Do you have another definition for nonviolence, or any helpful adjustments to mine?

Footnotes:

[1] Playing the incident back in my head 1200 times, as is my custom, I’ve wondered whether the man may well have wanted me to stop him in such a manner. Rushing up to the precipice of a violent act only to be “stopped” by the crowd seems to be a common pastime in our neighborhood. Perhaps they just want to prove that they really would have done it if you hadn’t managed to stop them. Not that I can really act on that assumption, as it may well result in me watching another boy get knocked unconscious.

[2] Mark 12:31; see also Leviticus 19:18; Matthew 19:19, 22:39; Luke 10:27; Romans 13:9; Galatians 5:14; and James 2:8

[3] “Baby don’t hurt me, don’t hurt me, no more”

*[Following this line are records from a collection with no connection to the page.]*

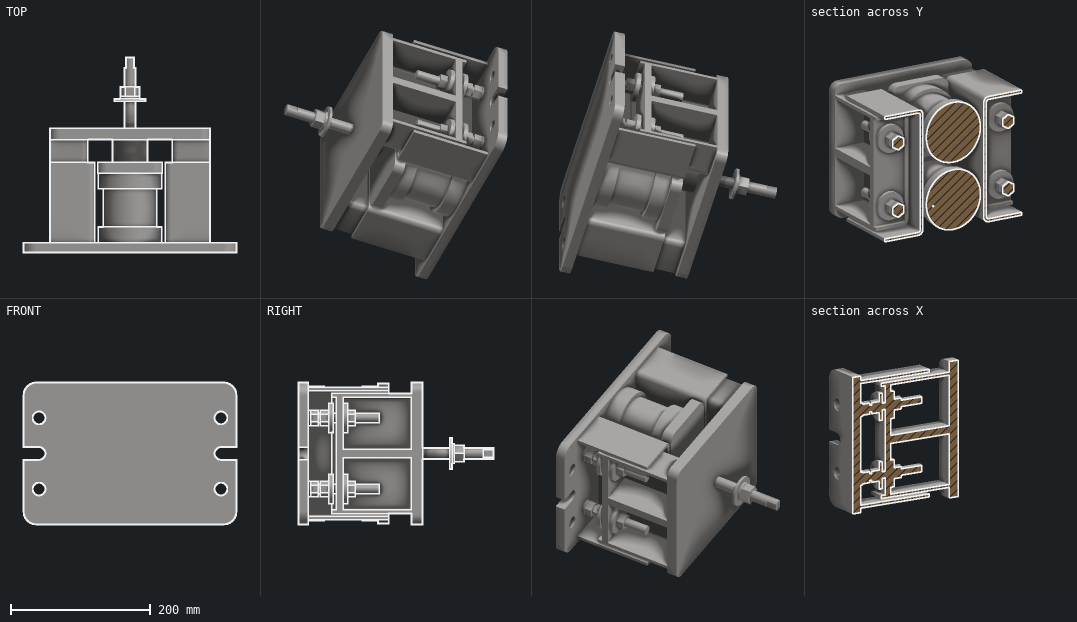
import cadquery as cq


base_width = 304.8
plate_height = 203.3
base_thickness = 14.3
base_corner_radius = 18.5
mount_x = 130.0
mount_z = 51.0
mount_hole_diameter = 18.0

rear_width = 229.2
rear_front_y = 162.0
rear_back_y = 178.0
plate_corner_radius = 13.5

rod_diameter = 16.0
rod_end_y = 279.5
rod_flat_length = 15.2
rod_flat_width = 11.5
rod_washer_y = 216.5
rod_washer_diameter = 44.5
rod_washer_thickness = 3.7
rod_collar_diameter = 28.0
rod_collar_thickness = 3.5
rod_nut_across_corners = 27.7
rod_nut_height = 13.7

cylinder_z = 51.0
ring_diameter = 91.0
ring_length = 22.5
tube_diameter = 76.8
piston_diameter = 50.5
flange_front_y = 113.7
flange_back_y = 129.5
flange_width = 93.0
flange_height = 200.5

sheet_thickness = 5.2
bend_inner_radius = 3.5
bend_outer_radius = bend_inner_radius + sheet_thickness
channel_open_x = rear_width / 2
outer_web_x = 50.3
outer_height = 190.2
outer_back_y = 129.2
inner_web_x = 60.5
inner_height = 172.0
inner_front_y = 48.0

shelf_thickness = 12.8
bulkhead_front_y = 54.3
bulkhead_back_y = 64.3

stud_x = 91.7
stud_z = 51.0
stud_diameter = 13.5
stud_end_y = 116.0
stud_nut_across_corners = 22.0
stud_collar_diameter = 22.0
stud_washer_diameter = 42.0
stud_washer_thickness = 6.0
front_washer_y = 44.0
middle_nut_y = 31.7
front_nut_y = 17.7
front_nut_height = 11.0
rear_nut_height = 11.3


def section(y, x=0, z=0):
    """Sketch plane at depth y whose local axes are X and Z."""
    return cq.Workplane("XZ", origin=(x, y, z))


def disc(x, z, y_start, y_end, diameter):
    return section(y_start, x, z).circle(diameter / 2).extrude(y_start - y_end)


def slab(y_start, y_end, width, height, corner_radius):
    blank = section(y_start).rect(width, height).extrude(y_start - y_end)
    return blank.edges("|Y").fillet(corner_radius)


def block(x_range, y_range, z_range):
    x0, x1 = x_range
    y0, y1 = y_range
    z0, z1 = z_range
    return cq.Workplane("XY").box(x1 - x0, y1 - y0, z1 - z0, centered=False).translate((x0, y0, z0))


def hex_nut(x, z, y_start, y_end, across_corners, turn=0):
    nut = section(y_start).polygon(6, across_corners).extrude(y_start - y_end)
    return nut.rotate((0, 0, 0), (0, 1, 0), turn).translate((x, 0, z))


def base_plate():
    plate = slab(0, base_thickness, base_width, plate_height, base_corner_radius)
    for side in (-1, 1):
        for z in (-mount_z, 0, mount_z):
            plate = plate.cut(disc(side * mount_x, z, 0, base_thickness, mount_hole_diameter))
        slot_x = sorted((side * mount_x, side * base_width / 2))
        half_slot = mount_hole_diameter / 2
        plate = plate.cut(block(slot_x, (0, base_thickness), (-half_slot, half_slot)))
    return plate


def draw_rod():
    rod = disc(0, 0, rear_back_y, rod_end_y, rod_diameter)
    flat_start_y = rod_end_y - rod_flat_length
    for side in (-1, 1):
        flat_x = sorted((side * rod_flat_width / 2, side * rod_diameter))
        rod = rod.cut(block(flat_x, (flat_start_y, rod_end_y), (-rod_diameter, rod_diameter)))
    collar_y = rod_washer_y + rod_washer_thickness
    nut_y = collar_y + rod_collar_thickness
    rod = rod.union(disc(0, 0, rod_washer_y, collar_y, rod_washer_diameter))
    rod = rod.union(disc(0, 0, collar_y, nut_y, rod_collar_diameter))
    return rod.union(hex_nut(0, 0, nut_y, nut_y + rod_nut_height, rod_nut_across_corners))


def cylinder(z):
    body = disc(0, z, base_thickness, flange_front_y, tube_diameter)
    for ring_y in (base_thickness, flange_front_y - ring_length):
        body = body.union(disc(0, z, ring_y, ring_y + ring_length, ring_diameter))
    return body


def channel(y_start, y_end, web_x, height):
    """Bent sheet channel on the -X side: web at -web_x, open toward -X."""
    half = height / 2
    outside = block((-channel_open_x, -web_x), (y_start, y_end), (-half, half))
    outside = outside.edges("|Y and >X").fillet(bend_outer_radius)
    inside_half = half - sheet_thickness
    inside_x = (-channel_open_x, -web_x - sheet_thickness)
    inside = block(inside_x, (y_start, y_end), (-inside_half, inside_half))
    inside = inside.edges("|Y and >X").fillet(bend_inner_radius)
    return outside.cut(inside)


def stiffeners():
    """Shelf and bulkhead; both reach half a sheet deep into the web so that they fuse with it."""
    half_bulkhead = inner_height / 2 - sheet_thickness
    inside_x = (-channel_open_x, -inner_web_x - sheet_thickness / 2)
    shelf_y = (bulkhead_back_y, rear_front_y)
    shelf = block(inside_x, shelf_y, (-shelf_thickness / 2, shelf_thickness / 2))
    bulkhead_y = (bulkhead_front_y, bulkhead_back_y)
    return shelf.union(block(inside_x, bulkhead_y, (-half_bulkhead, half_bulkhead)))


def stud(z):
    x = -stud_x
    middle_nut = (middle_nut_y, front_washer_y)
    front_nut = (front_nut_y, front_nut_y + front_nut_height)
    rear_washer_end_y = bulkhead_back_y + stud_washer_thickness
    rear_nut = (rear_washer_end_y, rear_washer_end_y + rear_nut_height)

    body = disc(x, z, base_thickness, stud_end_y, stud_diameter)
    body = body.union(disc(x, z, base_thickness, front_nut_y, stud_collar_diameter))
    for washer_y in (front_washer_y, bulkhead_back_y):
        washer_end_y = washer_y + stud_washer_thickness
        body = body.union(disc(x, z, washer_y, washer_end_y, stud_washer_diameter))
    for nut_start_y, nut_end_y in (front_nut, middle_nut, rear_nut):
        body = body.union(hex_nut(x, z, nut_start_y, nut_end_y, stud_nut_across_corners, turn=90))
    return body


def side_frame():
    """Channels, stiffeners and studs on the -X side."""
    frame = channel(base_thickness, outer_back_y, outer_web_x, outer_height)
    frame = frame.union(channel(inner_front_y, rear_front_y, inner_web_x, inner_height))
    frame = frame.union(stiffeners())
    for z in (-stud_z, stud_z):
        frame = frame.union(stud(z))
    return frame


left_frame = side_frame()

result = base_plate()
result = result.union(slab(rear_front_y, rear_back_y, rear_width, plate_height, plate_corner_radius))
result = result.union(draw_rod())
result = result.union(slab(flange_front_y, flange_back_y, flange_width, flange_height, plate_corner_radius))
result = result.union(disc(0, 0, flange_back_y, rear_front_y, piston_diameter))
for z in (-cylinder_z, cylinder_z):
    result = result.union(cylinder(z))
result = result.union(left_frame)
result = result.union(left_frame.mirror("YZ"))

[4] Luke 6:31; see also Matthew 7:12

[5] Matthew 5:44; also Luke 6:27

[6] John 15:12-13 and others

[7] Romans 5:8-10

[8] Matthew 7:1-5/Luke 6:37-42; see also James 5:9

[9] James 4:11-12; see also Romans 2:1-11, 14:10-19

[10] 1 Corinthians 4:4-5

[11] James 2:13

[12] A study of this point would be extensive, but should probably start with Philippians 2:3, “in humility regard others as better than yourselves,” and then continue on through Romans chapters 1-3 and the understanding that we are faulty through sin and cannot judge others as worse than ourselves, and then look at Jesus’s frequent uplifting of the marginalized, diseased, “sinners”, and such, rooted in the fundamental understanding of all persons as having been created in God’s image and retaining their standing as children of God.

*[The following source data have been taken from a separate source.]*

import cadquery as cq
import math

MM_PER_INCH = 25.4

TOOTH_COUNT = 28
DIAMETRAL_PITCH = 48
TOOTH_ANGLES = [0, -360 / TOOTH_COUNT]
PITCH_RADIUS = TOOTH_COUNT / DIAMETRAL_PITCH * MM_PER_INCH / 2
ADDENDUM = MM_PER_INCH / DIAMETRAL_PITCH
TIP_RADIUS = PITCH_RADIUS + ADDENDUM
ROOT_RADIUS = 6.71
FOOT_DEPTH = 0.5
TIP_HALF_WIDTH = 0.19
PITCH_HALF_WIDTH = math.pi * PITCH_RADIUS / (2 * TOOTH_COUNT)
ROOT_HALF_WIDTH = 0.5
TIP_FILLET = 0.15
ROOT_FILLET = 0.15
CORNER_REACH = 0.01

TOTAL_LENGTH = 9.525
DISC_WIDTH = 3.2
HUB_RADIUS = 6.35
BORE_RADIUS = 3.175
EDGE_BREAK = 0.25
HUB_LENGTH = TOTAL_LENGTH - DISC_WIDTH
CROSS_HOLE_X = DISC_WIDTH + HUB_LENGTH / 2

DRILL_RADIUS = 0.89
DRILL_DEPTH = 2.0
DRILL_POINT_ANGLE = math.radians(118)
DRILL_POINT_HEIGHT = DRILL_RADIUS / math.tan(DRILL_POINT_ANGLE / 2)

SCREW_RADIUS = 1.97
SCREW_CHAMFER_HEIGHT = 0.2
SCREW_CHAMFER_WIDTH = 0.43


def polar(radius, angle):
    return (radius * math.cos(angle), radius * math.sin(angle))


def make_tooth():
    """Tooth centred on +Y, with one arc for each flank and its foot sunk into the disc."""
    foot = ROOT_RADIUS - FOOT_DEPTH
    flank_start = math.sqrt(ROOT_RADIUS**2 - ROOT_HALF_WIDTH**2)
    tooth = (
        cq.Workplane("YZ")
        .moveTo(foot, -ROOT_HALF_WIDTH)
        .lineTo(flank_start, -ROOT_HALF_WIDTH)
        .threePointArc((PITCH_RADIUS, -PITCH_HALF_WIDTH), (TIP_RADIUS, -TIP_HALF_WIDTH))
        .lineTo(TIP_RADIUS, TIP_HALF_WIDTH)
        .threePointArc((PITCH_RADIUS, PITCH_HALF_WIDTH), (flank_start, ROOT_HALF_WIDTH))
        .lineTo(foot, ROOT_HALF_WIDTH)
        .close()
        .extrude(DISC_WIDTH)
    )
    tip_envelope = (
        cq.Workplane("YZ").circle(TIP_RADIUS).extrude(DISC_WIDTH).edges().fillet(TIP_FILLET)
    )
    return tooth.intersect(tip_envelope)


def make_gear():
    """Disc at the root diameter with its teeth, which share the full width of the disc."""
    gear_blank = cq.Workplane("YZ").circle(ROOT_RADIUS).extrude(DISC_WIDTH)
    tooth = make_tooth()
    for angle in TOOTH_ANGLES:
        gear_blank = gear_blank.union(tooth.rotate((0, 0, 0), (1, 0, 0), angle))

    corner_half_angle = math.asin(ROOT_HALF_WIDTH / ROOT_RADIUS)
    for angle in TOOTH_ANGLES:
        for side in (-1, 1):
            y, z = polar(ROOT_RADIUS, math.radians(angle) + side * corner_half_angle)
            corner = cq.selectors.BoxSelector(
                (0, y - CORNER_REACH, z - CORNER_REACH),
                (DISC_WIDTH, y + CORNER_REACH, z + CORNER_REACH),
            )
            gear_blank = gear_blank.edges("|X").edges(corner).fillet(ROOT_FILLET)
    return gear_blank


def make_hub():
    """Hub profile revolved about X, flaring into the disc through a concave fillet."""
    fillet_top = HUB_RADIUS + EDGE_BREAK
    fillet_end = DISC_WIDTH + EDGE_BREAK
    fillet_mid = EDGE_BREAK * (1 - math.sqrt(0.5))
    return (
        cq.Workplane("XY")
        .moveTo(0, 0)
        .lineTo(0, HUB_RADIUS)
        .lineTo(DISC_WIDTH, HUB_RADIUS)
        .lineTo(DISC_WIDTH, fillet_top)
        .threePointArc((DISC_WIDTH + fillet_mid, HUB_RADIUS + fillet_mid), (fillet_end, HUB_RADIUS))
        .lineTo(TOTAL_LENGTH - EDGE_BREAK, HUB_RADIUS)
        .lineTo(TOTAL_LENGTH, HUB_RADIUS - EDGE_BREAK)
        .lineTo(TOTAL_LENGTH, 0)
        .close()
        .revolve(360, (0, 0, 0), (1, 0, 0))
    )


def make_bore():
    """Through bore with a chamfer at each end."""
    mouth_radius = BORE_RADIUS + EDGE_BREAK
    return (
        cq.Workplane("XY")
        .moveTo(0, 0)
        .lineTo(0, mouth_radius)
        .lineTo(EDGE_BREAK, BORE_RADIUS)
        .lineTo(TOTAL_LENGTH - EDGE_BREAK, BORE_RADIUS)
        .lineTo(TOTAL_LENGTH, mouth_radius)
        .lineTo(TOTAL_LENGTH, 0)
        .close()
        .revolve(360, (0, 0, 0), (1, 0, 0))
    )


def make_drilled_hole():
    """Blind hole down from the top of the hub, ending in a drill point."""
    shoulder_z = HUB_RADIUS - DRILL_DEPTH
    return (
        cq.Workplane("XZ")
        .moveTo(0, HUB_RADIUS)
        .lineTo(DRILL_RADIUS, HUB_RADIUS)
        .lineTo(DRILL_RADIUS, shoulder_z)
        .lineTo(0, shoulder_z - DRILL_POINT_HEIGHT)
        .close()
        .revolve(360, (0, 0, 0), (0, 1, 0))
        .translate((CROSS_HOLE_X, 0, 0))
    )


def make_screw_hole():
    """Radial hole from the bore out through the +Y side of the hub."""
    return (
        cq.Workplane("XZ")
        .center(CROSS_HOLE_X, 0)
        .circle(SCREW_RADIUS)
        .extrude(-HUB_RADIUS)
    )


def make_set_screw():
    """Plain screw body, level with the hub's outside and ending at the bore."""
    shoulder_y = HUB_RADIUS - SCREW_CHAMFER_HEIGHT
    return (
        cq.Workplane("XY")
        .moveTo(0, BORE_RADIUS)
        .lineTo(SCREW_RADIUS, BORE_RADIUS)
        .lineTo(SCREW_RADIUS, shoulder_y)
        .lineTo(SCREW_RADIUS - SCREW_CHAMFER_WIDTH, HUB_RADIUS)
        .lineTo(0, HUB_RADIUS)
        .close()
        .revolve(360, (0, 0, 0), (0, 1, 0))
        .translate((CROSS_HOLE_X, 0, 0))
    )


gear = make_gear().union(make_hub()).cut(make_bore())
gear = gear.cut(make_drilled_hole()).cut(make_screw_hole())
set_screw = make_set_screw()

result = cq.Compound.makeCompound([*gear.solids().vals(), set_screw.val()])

[13] Romans 12:14-21, with Isaiah 55:6-9 in mind

3 thoughts on “Defining nonviolence

  1. ostomacadel

    I think this is an excellent way to understand non violence in personal and practical terms. I totally agree that careful (loving and non-judgemental) use of force can be appropriate as a non-violent response.
    It has led me on to two lines of thought and questions …
    1. What about wider societal and political issues – might any form of force be useful and non-violent? Eg trade embargo. It seems that the power imbalance within the society would likely mean that the people who suffer most are the civilians, the poor, etc.
    2. What about those of us who aren’t so physically well-suited to using force? What are other tools and tricks for non-violent responses? I really like the idea of creative distraction tactics, doing something unexpected, that catches the person off guard, and changes the tone of what’s going on.

    Like

  2. I aim to please. Did you catch the one I didn’t footnote?

    My mind works as such that if I hear any phrase that has been part of any song, the ensuring lines of the song immediately appear. I temporarily considered infusing the entire post with such but then forgot.